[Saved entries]

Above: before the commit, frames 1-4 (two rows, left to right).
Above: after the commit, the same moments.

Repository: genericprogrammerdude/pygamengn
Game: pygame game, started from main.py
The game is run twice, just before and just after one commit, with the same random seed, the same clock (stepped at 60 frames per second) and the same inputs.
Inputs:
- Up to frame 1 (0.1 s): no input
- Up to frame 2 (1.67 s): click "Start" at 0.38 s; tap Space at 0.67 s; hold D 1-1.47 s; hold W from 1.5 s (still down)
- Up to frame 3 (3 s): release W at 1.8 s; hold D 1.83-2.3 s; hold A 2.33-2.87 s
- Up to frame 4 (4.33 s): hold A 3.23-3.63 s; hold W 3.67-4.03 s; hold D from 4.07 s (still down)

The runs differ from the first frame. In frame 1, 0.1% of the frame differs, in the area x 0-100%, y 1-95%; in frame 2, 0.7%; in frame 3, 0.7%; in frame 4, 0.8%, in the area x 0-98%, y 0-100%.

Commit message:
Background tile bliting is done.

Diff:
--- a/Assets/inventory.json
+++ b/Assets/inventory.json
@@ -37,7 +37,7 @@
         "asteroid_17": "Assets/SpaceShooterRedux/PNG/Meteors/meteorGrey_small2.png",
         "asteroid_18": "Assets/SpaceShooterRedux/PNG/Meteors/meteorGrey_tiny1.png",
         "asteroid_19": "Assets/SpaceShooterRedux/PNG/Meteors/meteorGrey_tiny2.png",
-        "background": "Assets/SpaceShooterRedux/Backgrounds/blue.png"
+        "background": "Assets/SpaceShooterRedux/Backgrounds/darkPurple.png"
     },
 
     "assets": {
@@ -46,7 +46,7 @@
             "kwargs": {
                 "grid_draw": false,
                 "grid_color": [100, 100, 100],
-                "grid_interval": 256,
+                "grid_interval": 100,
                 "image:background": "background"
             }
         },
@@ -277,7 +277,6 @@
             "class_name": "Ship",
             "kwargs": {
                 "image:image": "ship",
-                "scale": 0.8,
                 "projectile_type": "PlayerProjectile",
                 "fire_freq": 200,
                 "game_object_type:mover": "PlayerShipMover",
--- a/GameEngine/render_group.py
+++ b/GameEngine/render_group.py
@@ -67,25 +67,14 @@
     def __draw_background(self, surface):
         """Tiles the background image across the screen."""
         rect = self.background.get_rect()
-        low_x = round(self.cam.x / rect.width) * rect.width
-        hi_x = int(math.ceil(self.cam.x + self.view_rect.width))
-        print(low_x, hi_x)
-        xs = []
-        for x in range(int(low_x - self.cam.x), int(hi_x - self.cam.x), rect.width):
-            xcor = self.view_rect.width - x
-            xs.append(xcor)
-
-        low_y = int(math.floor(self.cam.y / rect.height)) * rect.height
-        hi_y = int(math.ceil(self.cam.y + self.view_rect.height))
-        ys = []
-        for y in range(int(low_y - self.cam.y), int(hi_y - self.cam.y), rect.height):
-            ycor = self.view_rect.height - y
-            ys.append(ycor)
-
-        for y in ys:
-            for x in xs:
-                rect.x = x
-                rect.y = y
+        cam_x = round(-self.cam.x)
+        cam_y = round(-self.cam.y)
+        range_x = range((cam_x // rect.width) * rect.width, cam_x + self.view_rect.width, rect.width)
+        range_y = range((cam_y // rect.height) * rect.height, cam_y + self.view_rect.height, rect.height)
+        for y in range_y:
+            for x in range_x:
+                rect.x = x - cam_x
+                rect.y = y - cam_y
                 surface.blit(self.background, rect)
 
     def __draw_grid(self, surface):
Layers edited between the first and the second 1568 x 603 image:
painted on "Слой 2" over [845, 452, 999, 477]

> [Exercise prompt]: An exact copy of every record above is needed. Write it out word for word.

> [Result]:
Above: before the commit, frames 1-4 (two rows, left to right).
Above: after the commit, the same moments.

Repository: genericprogrammerdude/pygamengn
Game: pygame game, started from main.py
The game is run twice, just before and just after one commit, with the same random seed, the same clock (stepped at 60 frames per second) and the same inputs.
Inputs:
- Up to frame 1 (0.1 s): no input
- Up to frame 2 (1.67 s): click "Start" at 0.38 s; tap Space at 0.67 s; hold D 1-1.47 s; hold W from 1.5 s (still down)
- Up to frame 3 (3 s): release W at 1.8 s; hold D 1.83-2.3 s; hold A 2.33-2.87 s
- Up to frame 4 (4.33 s): hold A 3.23-3.63 s; hold W 3.67-4.03 s; hold D from 4.07 s (still down)

The runs differ from the first frame. In frame 1, 0.1% of the frame differs, in the area x 0-100%, y 1-95%; in frame 2, 0.7%; in frame 3, 0.7%; in frame 4, 0.8%, in the area x 0-98%, y 0-100%.

Commit message:
Background tile bliting is done.

Diff:
--- a/Assets/inventory.json
+++ b/Assets/inventory.json
@@ -37,7 +37,7 @@
         "asteroid_17": "Assets/SpaceShooterRedux/PNG/Meteors/meteorGrey_small2.png",
         "asteroid_18": "Assets/SpaceShooterRedux/PNG/Meteors/meteorGrey_tiny1.png",
         "asteroid_19": "Assets/SpaceShooterRedux/PNG/Meteors/meteorGrey_tiny2.png",
-        "background": "Assets/SpaceShooterRedux/Backgrounds/blue.png"
+        "background": "Assets/SpaceShooterRedux/Backgrounds/darkPurple.png"
     },
 
     "assets": {
@@ -46,7 +46,7 @@
             "kwargs": {
                 "grid_draw": false,
                 "grid_color": [100, 100, 100],
-                "grid_interval": 256,
+                "grid_interval": 100,
                 "image:background": "background"
             }
         },
@@ -277,7 +277,6 @@
             "class_name": "Ship",
             "kwargs": {
                 "image:image": "ship",
-                "scale": 0.8,
                 "projectile_type": "PlayerProjectile",
                 "fire_freq": 200,
                 "game_object_type:mover": "PlayerShipMover",
--- a/GameEngine/render_group.py
+++ b/GameEngine/render_group.py
@@ -67,25 +67,14 @@
     def __draw_background(self, surface):
         """Tiles the background image across the screen."""
         rect = self.background.get_rect()
-        low_x = round(self.cam.x / rect.width) * rect.width
-        hi_x = int(math.ceil(self.cam.x + self.view_rect.width))
-        print(low_x, hi_x)
-        xs = []
-        for x in range(int(low_x - self.cam.x), int(hi_x - self.cam.x), rect.width):
-            xcor = self.view_rect.width - x
-            xs.append(xcor)
-
-        low_y = int(math.floor(self.cam.y / rect.height)) * rect.height
-        hi_y = int(math.ceil(self.cam.y + self.view_rect.height))
-        ys = []
-        for y in range(int(low_y - self.cam.y), int(hi_y - self.cam.y), rect.height):
-            ycor = self.view_rect.height - y
-            ys.append(ycor)
-
-        for y in ys:
-            for x in xs:
-                rect.x = x
-                rect.y = y
+        cam_x = round(-self.cam.x)
+        cam_y = round(-self.cam.y)
+        range_x = range((cam_x // rect.width) * rect.width, cam_x + self.view_rect.width, rect.width)
+        range_y = range((cam_y // rect.height) * rect.height, cam_y + self.view_rect.height, rect.height)
+        for y in range_y:
+            for x in range_x:
+                rect.x = x - cam_x
+                rect.y = y - cam_y
                 surface.blit(self.background, rect)
 
     def __draw_grid(self, surface):
Layers edited between the first and the second 1568 x 603 image:
painted on "Слой 2" over [845, 452, 999, 477]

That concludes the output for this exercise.